Wire mailer after report and mark policies, not before you trust the filter set. Owners need context: which resource, which predicate, what action is scheduled, and how to file an exception. Mailer templates should mirror the msg field on mark-for-op tags so chat notifications and cloud tags tell the same story.

Useful production dashboards answer these questions:

Question	Metric or artifact	Why it matters
Did the policy match more resources than usual?	`ResourceCount` trend	Detect runaway filters
Did provider API calls spike?	`ApiCalls` trend	Catch expensive scans
Did actions slow down?	`ActionTime`	Detect throttling or provider issues
Which resources were changed?	`resources.json`	Provide audit and rollback context
Which policies keep failing?	Logs by policy name	Fix IAM or schema drift

c7n-org for multi-account execution

At single-account scale, one scheduled runner can be enough. At enterprise scale, the problem becomes account and subscription fan-out. c7n-org runs policies across AWS accounts, Azure subscriptions, GCP projects, and OCI tenancies from a config file. That is powerful, so it needs guardrails.

accounts:
  - account_id: "111122223333"
    name: app-dev
    regions:
      - us-east-1
      - us-west-2
    role: arn:aws:iam::111122223333:role/CloudCustodianReadOnly
    tags:
      - env:dev
      - scope:standard

  - account_id: "444455556666"
    name: app-prod
    regions:
      - us-east-1
    role: arn:aws:iam::444455556666:role/CloudCustodianReversibleActions
    tags:
      - env:prod
      - scope:pci

c7n-org validate -c accounts.yml -u policies/aws/report-only
c7n-org run -c accounts.yml -s output/aws-report -u policies/aws/report-only --dryrun
c7n-org report -c accounts.yml -s output/aws-report -u policies/aws/report-only

Use account tags to control rollout. Start with one development account. Expand to a small production canary. Then expand by organizational unit or subscription group. Do not run a new stop policy across every account on day one just because the tool can.

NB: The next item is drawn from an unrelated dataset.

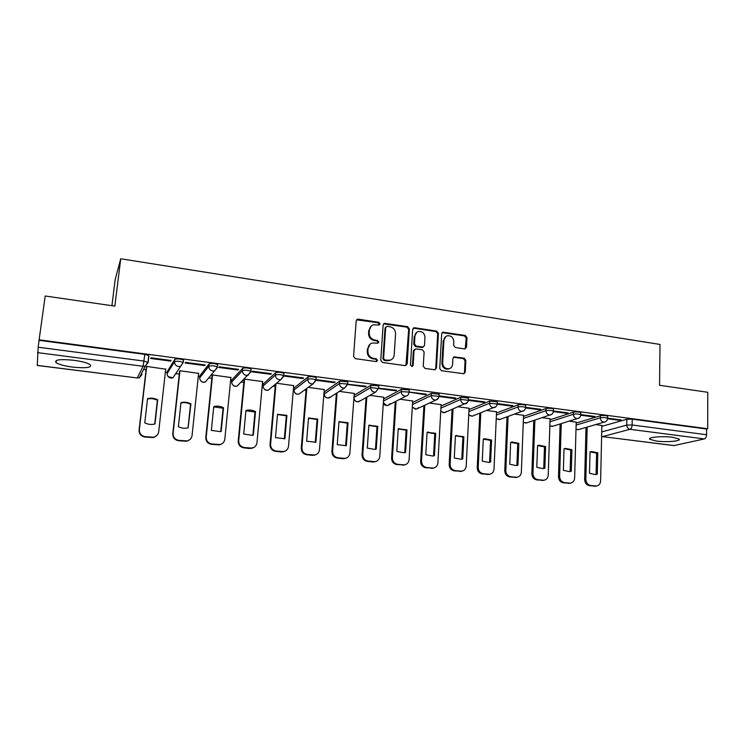 <?xml version="1.0" encoding="UTF-8"?>
<svg xmlns="http://www.w3.org/2000/svg" width="745" height="745" viewBox="0 0 745 745"><rect width="100%" height="100%" fill="white"/><g stroke="black" fill="none" stroke-linecap="round" stroke-linejoin="round"><path stroke-width="1.12" d="M380.071 323.87L378.823 322.296L358.289 319.177L357.432 319.242L356.194 320.844L353.568 356.408L355.384 358.671L376.104 361.567L377.557 360.375L376.299 358.801L373.636 358.429C369.892 357.507 367.965 355.104 367.862 351.212L368.077 348.25C368.384 345.587 369.762 343.845 372.211 343.007L377.92 343.194L378.823 342.048L377.566 340.484L374.912 340.092C371.187 339.161 369.269 336.768 369.166 332.894L369.371 329.961C369.669 327.381 370.991 325.667 373.347 324.82L379.205 324.988L380.071 323.87M379.224 324.978L378.19 322.781L356.576 319.838M376.635 361.539L376.923 360.794L375.666 359.22L373.003 358.848L373.636 358.429M377.938 343.194L378.19 342.504L376.933 340.931L374.288 340.549L374.912 340.092M672.549 437.287C662.193 435.844 646.902 437.268 649.901 439.327L656.475 441.059C666.57 442.456 681.889 441.115 679.021 439.01L672.549 437.287M73.82 360.282C60 358.95 54.078 359.742 56.052 362.647C58.939 364.51 64.452 365.991 72.591 367.099C86.187 368.412 92.054 367.62 90.201 364.724C87.444 362.908 81.978 361.427 73.82 360.282M347.729 382.26L347.766 381.775L339.711 381.189L324.364 391.87M316.113 378.115L316.159 377.603C313.384 376.523 310.656 376.318 307.983 376.979L294.098 387.931M283.901 373.888L283.947 373.347C281.061 372.221 278.295 372.006 275.659 372.696L263.283 383.917M251.065 369.604L251.121 369.008C248.104 367.844 245.301 367.611 242.702 368.328L231.909 379.82M217.587 365.246L217.652 364.584C214.504 363.374 211.655 363.132 209.094 363.867L199.949 375.657M183.438 360.85L183.521 360.077C180.243 358.811 177.338 358.559 174.824 359.323L167.383 371.41M464.582 348.893L466.5 347.245L466.994 337.625L465.271 335.446L442.912 332.196L441.683 333.788L439.736 368.524L441.487 370.721L463.921 373.757L465.243 372.109L465.839 360.366L464.107 358.177L454.171 356.864L452.895 358.494L452.578 364.333C452.336 366.642 451.172 368.114 449.067 368.738C445.212 368.952 443.079 367.015 442.67 362.927L443.936 340.074C444.169 337.876 445.268 336.451 447.251 335.799C451.163 335.474 453.342 337.392 453.798 341.545L453.593 345.335L455.335 347.524L464.582 348.893M39.122 339.822L45.203 295.998L114.851 306.121L120.737 258.757L659.995 344.441L659.548 385.277L707.75 392.28L707.703 428.748L39.122 339.822L38.153 347.207L144.046 361.074L148.125 362.554L145.303 366.056L147.948 362.172L148.609 356.464M409.378 328.899L407.617 326.673L384.383 323.321L383.144 324.922L380.742 360.226L382.539 362.47L405.159 365.637L407.18 363.942L409.378 328.899L408.698 329.365L406.938 327.148L383.563 323.87M414.676 327.753L436.7 331.097L438.442 333.294L436.468 368.058L434.493 369.744L425.022 368.421L423.253 366.205L424.101 351.994L422.341 349.778L416.036 348.865L414.034 350.532L413.121 365.367L412.19 366.531L410.467 364.994L412.674 329.392L414.676 327.753L413.987 328.219L435.974 331.562L436.7 331.097M601.848 426.336L626.834 419.258L626.731 425.097L632.132 424.985L706.577 434.735C706.437 437.008 705.692 438.405 704.342 438.926L673.871 445.594L602.277 436.589L674.281 445.585M143.561 369.473L146.085 369.79M165.362 372.267L167.262 372.519M175.727 373.599L179.284 374.065M198.282 376.504L199.837 376.7M208.777 377.855L211.859 378.246M230.596 380.658L231.807 380.816M241.24 382.027L243.838 382.362M262.305 384.737L263.199 384.848M273.108 386.124L275.222 386.394M293.437 388.732L294.024 388.806M304.398 390.147L306.046 390.352M335.129 394.096L336.312 394.245M365.311 397.97L366.037 398.063M111.918 305.692L115.196 279.459L120.737 258.757M707.703 428.748L706.586 429.018L706.577 434.735M37.25 365.376L137.276 377.966L37.259 365.46L38.153 347.207M165.707 369.175L146.597 366.419L146.402 367.052M170.624 361.101L171.024 360.45L151.039 357.805L150.695 358.475L170.624 361.101L170.698 360.403M204.642 365.59L205.136 364.957L185.533 362.368L185.095 363.011L204.642 365.59L204.707 364.901M198.608 373.375L179.862 370.731L179.582 371.345M238 369.995L238.586 369.371L219.365 366.838L218.834 367.462L238 369.995L238.065 369.306M230.903 377.519L212.502 374.959L212.139 375.554M270.724 374.307L271.394 373.711L252.546 371.215L251.922 371.829L270.724 374.307L270.789 373.627M262.594 381.598L244.537 379.103M302.833 378.544L303.588 377.966L285.093 375.517L284.385 376.113L302.833 378.544L302.889 377.873M293.707 385.612L276.535 383.247M334.347 382.707L335.175 382.138L317.025 379.736L316.234 380.313L334.347 382.707L334.393 382.036M324.252 389.551L308.234 387.353M347.636 384.457L365.264 386.785L366.177 386.236L347.747 384.28M354.257 393.435L339.366 391.386M365.264 386.785L365.311 386.115M378.628 388.545L395.623 390.79L396.61 390.25L378.711 388.182M383.722 397.234L369.93 395.344M395.623 390.79L395.66 390.129M383.47 401.034L401.248 391.572L409.098 392.112L425.423 394.72L426.485 394.198L409.098 392.047M412.674 400.978L399.944 399.227M425.423 394.72L425.46 394.068M441.115 404.656L429.418 403.054M438.973 396.508L454.692 398.584L454.72 397.932M454.692 398.584L455.819 398.072L439.019 395.856M469.071 408.279L458.38 406.798M468.344 400.382L483.43 402.375L483.458 401.732M483.43 402.375L484.623 401.881L468.382 399.739M496.543 411.827L486.83 410.486M497.185 404.19L511.666 406.099L511.694 405.457M511.666 406.099L512.923 405.625L497.222 403.548M523.539 415.319L514.786 414.108M525.514 407.925L539.399 409.759L539.427 409.126M539.399 409.759L540.721 409.294L525.551 407.292M550.089 418.755L542.248 417.666M553.349 411.594L566.656 413.354L566.675 412.721M566.656 413.354L568.035 412.907L553.377 410.97M576.192 422.136L569.255 421.158M580.69 415.207L593.439 416.883L593.458 416.259M593.439 416.883L594.873 416.446L580.728 414.583M576.164 423.076L600.368 415.747L600.321 417.833C603.245 417.377 605.676 417.517 607.594 418.234L607.585 418.541M550.061 419.761L573.436 412.181L573.38 414.285C576.285 413.81 578.735 413.95 580.718 414.695L580.709 415.021M523.502 416.399L546.029 408.549L545.964 410.663C548.851 410.178 551.319 410.318 553.377 411.1L553.367 411.445M496.487 412.991L518.138 404.842L518.054 406.984C520.923 406.472 523.418 406.621 525.542 407.431L525.532 407.794M469.005 409.536L489.735 401.08L489.642 403.241L497.194 404.088M441.04 406.044L460.82 397.243L460.708 399.422L468.354 400.307M412.581 402.496L431.374 393.341L431.253 395.53L438.982 396.47M383.61 398.92L401.387 389.365L401.248 391.572C401.322 394.049 402.533 395.558 404.87 396.107L406.127 396.061C407.962 395.418 408.949 394.105 409.098 392.112L409.238 389.905L401.387 389.365M354.117 395.316L370.833 385.314L370.684 387.54L378.6 388.564M607.566 418.746L619.765 420.357L621.246 419.938L607.594 418.131M601.867 425.46L595.786 424.594M619.765 420.357L619.775 419.742M607.631 416.455L607.641 416.148C605.722 415.421 603.292 415.282 600.368 415.747M580.765 412.916L580.774 412.59C578.79 411.836 576.351 411.696 573.436 412.181M553.433 409.322L553.442 408.977C551.393 408.195 548.916 408.046 546.029 408.549M525.616 405.662L525.625 405.299C523.502 404.479 521.006 404.33 518.138 404.842M497.297 401.937L489.735 401.08M468.465 398.137L460.82 397.243M439.103 394.282L431.374 393.341M378.749 386.338L378.786 385.873L370.833 385.314M706.586 429.018L632.226 419.137L626.834 419.258M39.103 340.325L144.828 354.369L148.721 355.486M371.28 325.984L369.371 329.961M374.288 340.549C370.563 339.618 368.654 337.224 368.551 333.369L368.756 330.426M370.163 344.088L368.077 348.25M373.003 358.848C369.269 357.935 367.35 355.533 367.248 351.649L367.462 348.688M405.951 365.572L408.698 329.365M387.111 326.31L385.687 327.474L383.591 358.429L384.848 360.003L389.952 360.273C392.466 359.463 393.882 357.702 394.189 354.974L395.576 333.872C395.455 330.044 393.556 327.66 389.886 326.729L387.111 326.31M385.901 326.822L385.687 327.474M391.2 359.77L386.99 360.813L384.197 360.422L382.949 358.857L385.044 327.94M435.173 369.706L435.741 368.458L437.715 333.751L435.974 331.562M414.537 349.358L413.345 350.96L412.432 365.776L413.121 365.367M412.125 366.549L412.432 365.776M424.976 337.336C424.52 333.099 422.275 331.171 418.262 331.544C416.278 332.214 415.17 333.648 414.937 335.837L414.444 343.92L416.204 346.146L423.216 347.021L424.492 345.401L424.976 337.336M416.669 332.372L414.937 335.837M423.29 347.002L421.8 347.496L415.514 346.574L413.754 344.367L414.248 336.284M413.987 328.219L413.121 328.303M445.771 336.517L443.936 340.074M449.729 368.524L448.322 369.129C444.467 369.343 442.344 367.415 441.934 363.327L443.21 340.521M463.874 373.767L464.47 372.491L465.066 360.766L463.334 358.587L453.435 357.274L454.171 356.864M465.215 348.865L466.221 338.062L464.498 335.893L442.148 332.661L442.912 332.196M147.566 398.612L144.772 422.843C148.041 424.51 151.431 424.892 154.969 423.998L157.698 399.832C154.476 398.165 151.095 397.765 147.566 398.612M146.691 366.428L139.352 429.614C139.306 433.497 141.243 435.853 145.173 436.672L153.843 437.203C156.618 436.365 158.229 434.549 158.694 431.765L165.735 368.896M147.519 399.022C150.965 398.24 154.262 398.668 157.4 400.288L154.709 424.063M157.167 435.192L153.544 437.576L144.893 437.045C140.982 436.225 139.045 433.879 139.092 430.005L139.352 429.614M146.439 366.726L139.092 430.005M180.979 402.635L178.381 426.652C181.491 428.254 184.741 428.654 188.122 427.853L190.925 403.837C187.749 402.188 184.434 401.788 180.979 402.635M179.945 370.74L173.101 433.376C173.082 437.222 174.991 439.55 178.847 440.36L187.209 440.91C190.003 440.109 191.623 438.302 192.07 435.48L198.636 373.161M180.942 403.008C184.294 402.263 187.489 402.691 190.543 404.284L188.038 427.881M189.956 439.522L186.837 441.263L178.493 440.723C174.647 439.913 172.738 437.594 172.766 433.748L173.101 433.376M179.61 371.103L172.766 433.748M213.768 406.584L211.347 430.396L220.641 431.644L221.163 431.513L223.528 407.766C220.408 406.127 217.158 405.736 213.768 406.584M212.576 374.968L206.216 437.064C206.216 440.872 208.097 443.182 211.878 443.983L219.961 444.542C222.764 443.778 224.385 441.981 224.822 439.131L230.922 377.342M213.731 406.919L223.072 408.195L220.734 431.616M222.196 443.582L219.514 444.886L211.45 444.327C207.678 443.536 205.797 441.236 205.797 437.427L206.216 437.064M212.157 375.359L205.797 437.427M245.943 410.458L243.708 434.065L252.583 435.35L253.337 435.164L255.526 411.613C252.518 410.029 249.389 409.629 246.129 410.411L245.943 410.458M244.602 379.112L238.707 440.677C238.726 444.458 240.588 446.749 244.295 447.531L252.117 448.108C254.92 447.373 256.541 445.575 256.969 442.707L262.613 381.44M245.915 410.765L254.995 412.032L252.834 435.294M253.915 447.438L249.743 448.518L243.792 447.866C240.086 447.084 238.232 444.802 238.214 441.031L238.707 440.677M244.109 379.522L238.214 441.031M254.995 412.032L255.526 411.613M277.531 414.267L275.454 437.669L284.907 438.74L286.927 415.393L277.531 414.267M275.995 383.703L270.593 444.225C270.631 447.978 272.465 450.241 276.116 451.014L283.696 451.591C286.49 450.902 288.101 449.114 288.52 446.227L293.716 385.472M277.503 414.537L286.331 415.803L284.329 438.889M285.121 451.135L281.377 451.982L275.538 451.34C271.897 450.567 270.062 448.313 270.025 444.569L270.593 444.225M275.426 384.178L270.025 444.569M286.331 415.803L286.927 415.393M308.532 418.001L306.633 441.208L315.908 442.26L317.761 419.109L308.532 418.001M306.81 388.396L301.883 447.717C301.949 451.433 303.764 453.677 307.34 454.441L314.697 455.018C317.482 454.357 319.084 452.569 319.484 449.673L324.271 389.43M309.156 417.843L308.514 418.234L317.1 419.5L315.256 442.428M315.824 454.701L312.434 455.372L306.698 454.748C303.131 453.984 301.315 451.749 301.259 448.043L301.883 447.717M306.167 388.853L301.259 448.043M317.1 419.5L317.761 419.109M338.975 421.661L337.234 444.681L346.341 445.715L348.045 422.76L338.975 421.661M337.085 392.839L332.615 451.135C332.689 454.822 334.486 457.039 338.007 457.793L345.149 458.38C347.924 457.737 349.507 455.968 349.899 453.062L354.266 393.313M338.966 421.875L347.319 423.132L345.624 445.901M346.015 458.166L342.923 458.715L337.299 458.101C333.788 457.346 331.991 455.13 331.916 451.451L332.615 451.135M336.386 393.295L331.916 451.451M347.319 423.132L348.045 422.76M368.877 425.265L367.285 448.09L374.847 449.421L376.234 449.105L377.78 426.336L368.877 425.265M366.838 397.104L362.787 454.497C362.88 458.147 364.659 460.354 368.114 461.09L375.061 461.667C377.817 461.062 379.382 459.302 379.754 456.387L383.731 397.132M368.859 425.442L376.989 426.708L375.452 449.31M375.713 461.528L372.863 461.993L367.341 461.388C363.886 460.643 362.117 458.445 362.023 454.804L362.787 454.497M366.074 397.541L362.023 454.804M376.989 426.708L377.78 426.336M398.24 428.803L396.796 451.433L404.097 452.774L405.587 452.429L406.984 429.856L398.24 428.803M396.07 401.22L392.419 457.793C392.531 461.416 394.282 463.595 397.681 464.331L404.442 464.908C407.18 464.321 408.726 462.571 409.089 459.646L412.683 400.885M398.23 428.952L406.137 430.21L404.749 452.653M404.917 464.815L396.843 464.61C393.453 463.884 391.702 461.704 391.591 458.091L392.419 457.793M395.25 401.639L391.591 458.091M406.137 430.21L406.984 429.856M427.09 432.277L425.795 454.72L432.845 456.061L434.428 455.707L435.685 433.311L427.09 432.277M424.799 405.196L421.521 461.034C421.651 464.629 423.383 466.789 426.727 467.515L433.311 468.084C436.021 467.525 437.548 465.783 437.892 462.859L441.124 404.563M427.081 432.398L434.782 433.655L433.525 455.94M433.637 468.028L425.833 467.786C422.499 467.059 420.767 464.908 420.646 461.323L421.521 461.034M423.924 405.606L420.646 461.323M434.782 433.655L435.685 433.311M455.437 435.685L454.273 457.952L461.099 459.293L462.757 458.92L463.874 436.7L455.437 435.685M453.035 409.07L450.11 464.219C450.259 467.786 451.973 469.927 455.251 470.635L461.676 471.203C464.358 470.663 465.867 468.931 466.202 466.007L469.071 408.185M455.428 435.788L462.915 437.036L461.798 459.171M461.872 471.175L454.31 470.905C451.032 470.188 449.319 468.056 449.179 464.498L450.11 464.219M452.094 409.471L449.179 464.498M462.915 437.036L463.874 436.7M483.291 439.038L482.257 461.127L488.869 462.459L490.601 462.077L491.588 440.044L484.669 438.721L483.291 439.038M480.786 412.842L478.206 467.348C478.364 470.887 480.059 473.001 483.291 473.708L489.558 474.267C492.212 473.746 493.702 472.023 494.019 469.108L496.543 411.743M483.282 439.122L490.573 440.37L489.586 462.338M489.633 474.258L482.285 473.96C479.063 473.261 477.377 471.147 477.219 467.618L478.206 467.348M479.799 413.224L477.219 467.618M490.573 440.37L491.588 440.044M489.819 462.291L490.601 462.077M510.66 442.334L509.766 464.247L516.173 465.578L517.961 465.178L518.818 443.322L512.122 441.999L510.66 442.334M508.062 416.52L505.818 470.421C505.995 473.932 507.662 476.027 510.837 476.726L516.956 477.284C519.591 476.772 521.053 475.068 521.351 472.153L523.549 415.244M510.66 442.39L517.756 443.638L516.89 465.448L517.961 465.178M516.909 477.294L509.785 476.968C506.619 476.279 504.942 474.183 504.775 470.682L505.818 470.421M507.019 416.902L504.775 470.682M517.756 443.638L518.818 443.322M537.573 445.575L536.8 467.32L543.021 468.633L544.856 468.233L545.591 446.544L539.101 445.231L537.573 445.575M534.882 420.124L532.954 473.447C533.141 476.921 534.798 479.007 537.918 479.696L543.887 480.246C546.495 479.752 547.938 478.057 548.227 475.142L550.089 418.681M537.573 445.612L544.474 446.851L543.738 468.493L544.856 468.233M543.673 480.283L536.81 479.929C533.699 479.24 532.042 477.163 531.856 473.69L532.954 473.447M533.793 420.487L531.856 473.69M544.474 446.851L545.591 446.544M564.021 448.76L563.378 470.337L569.413 471.641L571.294 471.231L571.909 449.71L565.604 448.406L564.021 448.76L565.604 448.406M561.255 423.644L559.625 476.418C559.83 479.864 561.46 481.931 564.533 482.611L570.372 483.151C572.952 482.676 574.367 480.991 574.637 478.085L576.202 422.061M564.459 448.704L570.745 450.008L570.13 471.483L571.294 471.231M570.009 483.226L563.378 482.835C560.314 482.155 558.685 480.097 558.48 476.651L559.625 476.418M560.119 423.998L558.48 476.651M570.745 450.008L571.909 449.71M590.04 451.898L589.5 473.299L595.376 474.602L597.285 474.183L597.788 452.83L591.67 451.526L590.04 451.898M587.181 427.09L585.849 479.333C586.064 482.76 587.684 484.809 590.701 485.479L596.41 486.01C598.961 485.554 600.358 483.878 600.61 480.981L601.867 425.386M590.105 451.87L596.587 453.118L596.084 474.425L597.285 474.183M595.59 474.574L596.084 474.425M595.916 486.103L589.5 485.693C586.492 485.023 584.872 482.983 584.657 479.566L585.849 479.333M585.998 427.434L584.657 479.566M596.587 453.118L597.788 452.83M378.19 322.781L378.823 322.296M375.666 359.22L376.299 358.801M376.933 340.931L377.566 340.484M324.205 394.021L339.534 383.433L347.598 384.029L347.561 384.504M324.392 391.488L324.224 393.621C324.271 396.014 325.444 397.476 327.763 398.007L331.097 396.675M293.93 390.101L307.797 379.252C310.469 378.59 313.198 378.805 315.973 379.866L315.936 380.378M294.126 387.586L293.949 389.737C293.977 392.149 295.169 393.63 297.525 394.17L298.987 394.077L301.176 392.485M263.097 386.096L275.454 374.986C278.09 374.307 280.856 374.521 283.752 375.629L283.696 376.169M263.311 383.61L263.115 385.789C263.134 388.219 264.345 389.71 266.738 390.259L268.302 390.147L270.714 388.126M231.695 382.027L242.479 370.628C245.077 369.93 247.88 370.153 250.897 371.317L250.842 371.904M231.937 379.568L231.714 381.757C231.723 384.215 232.952 385.714 235.383 386.273L237.068 386.133L239.667 383.573M199.716 377.873L208.851 366.195C211.412 365.469 214.271 365.711 217.419 366.913L217.344 367.574M199.967 375.443L199.734 377.659C199.725 380.136 200.964 381.654 203.45 382.213L205.257 382.055L207.985 378.805M167.141 373.645L174.563 361.67C177.077 360.915 179.983 361.167 183.27 362.433L180.588 366.335L178.53 366.531C175.867 365.916 174.544 364.305 174.563 361.67L174.824 359.323M167.401 371.243L167.15 373.478C167.131 375.974 168.389 377.51 170.912 378.078L172.868 377.883L174.889 374.847M601.718 431.942L626.731 425.097C626.899 427.416 627.998 428.813 630.028 429.306L602.658 436.561L601.625 436.235M704.342 438.926L630.028 429.306C631.266 428.757 631.965 427.313 632.132 424.985L632.226 419.137M148.898 355.887L148.143 362.415M137.21 378.041L139.362 377.734L137.276 377.966L143.105 366.289L37.511 352.618M576.118 425.078L600.321 417.833C600.479 420.171 601.587 421.586 603.655 422.08L604.502 422.08C606.449 421.54 607.473 420.255 607.594 418.234L607.641 416.148M549.987 421.782L573.38 414.285C573.52 416.632 574.646 418.057 576.751 418.569L577.645 418.56C579.573 418.01 580.597 416.716 580.718 414.695L580.774 412.59M523.428 418.429L545.964 410.663C546.094 413.037 547.23 414.471 549.372 414.993L550.313 414.974C552.231 414.416 553.256 413.121 553.377 411.1L553.442 408.977M496.403 415.04L518.054 406.984C518.175 409.368 519.33 410.83 521.509 411.352L522.496 411.324C524.405 410.756 525.421 409.452 525.542 407.431L525.625 405.299M468.903 411.603L489.642 403.241C489.754 405.643 490.918 407.115 493.134 407.645L494.186 407.617C496.077 407.021 497.083 405.718 497.213 403.706L497.306 401.546M440.928 408.12L460.708 399.422C460.81 401.844 461.993 403.334 464.247 403.865L465.364 403.837C467.236 403.231 468.233 401.918 468.372 399.907L468.484 397.737M412.451 404.591L431.253 395.53C431.346 397.979 432.538 399.478 434.829 400.018L436.011 399.981C437.864 399.367 438.861 398.053 439.01 396.051L439.131 393.854M353.968 397.439L370.684 387.54C370.749 390.035 371.969 391.563 374.353 392.121L375.694 392.056L378.637 388.108L378.786 385.873M339.711 381.189L339.534 383.433C339.59 385.947 340.828 387.493 343.249 388.052L344.684 387.977L347.598 384.029L347.766 381.775M307.983 376.979L307.797 379.252C307.843 381.785 309.101 383.34 311.568 383.917L313.096 383.824L315.973 379.866L316.159 377.603M275.659 372.696L275.454 374.986C275.482 377.538 276.749 379.112 279.263 379.699L280.902 379.587L283.752 375.629L283.947 373.347M242.702 368.328L242.479 370.628C242.488 373.217 243.773 374.8 246.344 375.396L248.104 375.257L250.897 371.317L251.121 369.008M209.094 363.867L208.851 366.195C208.851 368.803 210.155 370.405 212.763 371.001L214.672 370.842L217.419 366.913L217.652 364.584M217.54 367.341L205.257 382.055C203.301 382.651 201.709 382.12 200.489 380.453M250.99 371.755L237.068 386.133C234.945 386.711 233.334 386.04 232.207 384.122M283.808 376.085L280.902 379.587L268.302 390.147C265.984 390.678 264.345 389.84 263.376 387.614M315.992 380.332L313.096 383.824L298.987 394.077C296.426 394.561 294.769 393.518 294.024 390.948M347.58 384.495L344.684 387.977L329.122 397.932C326.273 398.342 324.643 397.085 324.215 394.152M360.496 400.717L357.451 401.788C355.263 401.294 354.099 399.907 353.95 397.625M390.147 403.688L387.828 405.438L386.627 405.494L383.358 402.691M438.405 398.175L436.011 399.981L416.427 409.098L415.291 409.135L412.311 406.956M418.578 407.599L416.427 409.098L412.283 407.319M467.478 402.468L444.532 412.683L443.461 412.711L440.77 410.979M446.534 411.408L444.532 412.683L440.751 411.352M496.04 406.574L472.153 416.204L468.745 414.863M473.261 415.775L472.153 416.204L468.726 415.216M524.107 410.532L499.318 419.668L496.245 418.606M500.295 419.314L496.226 418.941M551.71 414.36L526.017 423.076L523.279 422.257M526.901 422.788L523.26 422.564M578.856 418.075L552.278 426.419L549.857 425.805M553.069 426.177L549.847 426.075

c7n-org parallelizes account fan-out so a single orchestration host can run the same policy directory across dozens of accounts or subscriptions with per-account roles. The accounts.yml file maps account identifiers to IAM roles, regions, and tags. Filter which accounts run a job with --account-tags or --not-accounts so a stop policy never touches a PCI scope until that scope has its own reviewed exception process. Point -s at a centralized audit bucket prefix so every account’s resources.json lands in one retention-controlled location for c7n-org report to aggregate. The report command is how central governance answers cross-account questions without logging into each account console separately.

CI integration

Policy CI should catch at least five problems before execution:

YAML syntax errors.
Custodian schema errors.
Accidental destructive actions in the wrong directory.
Missing owner metadata for new policies.
Changed policies without a dry-run artifact or reviewer approval.

name: custodian-policy-ci

on:
  pull_request:
    paths:
      - "policies/**/*.yml"
      - "policies/**/*.yaml"

jobs:
  validate:
    runs-on: ubuntu-latest
    steps:
      - uses: actions/checkout@v4
      - uses: actions/setup-python@v5
        with:
          python-version: "3.12"
      - name: Install Cloud Custodian
        run: |
          python -m pip install --upgrade pip
          pip install c7n c7n-azure c7n-org
      - name: Validate policies
        run: |
          custodian validate policies/aws/**/*.yml policies/azure/**/*.yml

In this repository’s local instructions, commands should use .venv/bin/python. The workflow above is an illustrative GitHub Actions example running in a clean hosted environment. For KubeDojo local validation, follow the repo’s own .venv/bin/python rule.

Cost-lens checklist

Cloud Custodian is open source, but operating it is not cost-free. At moderate scale, the cost is usually from cloud API calls, function invocations, logs, metric ingestion, storage for evidence, and human review time. The software license is not the bill. The control-plane activity is the bill.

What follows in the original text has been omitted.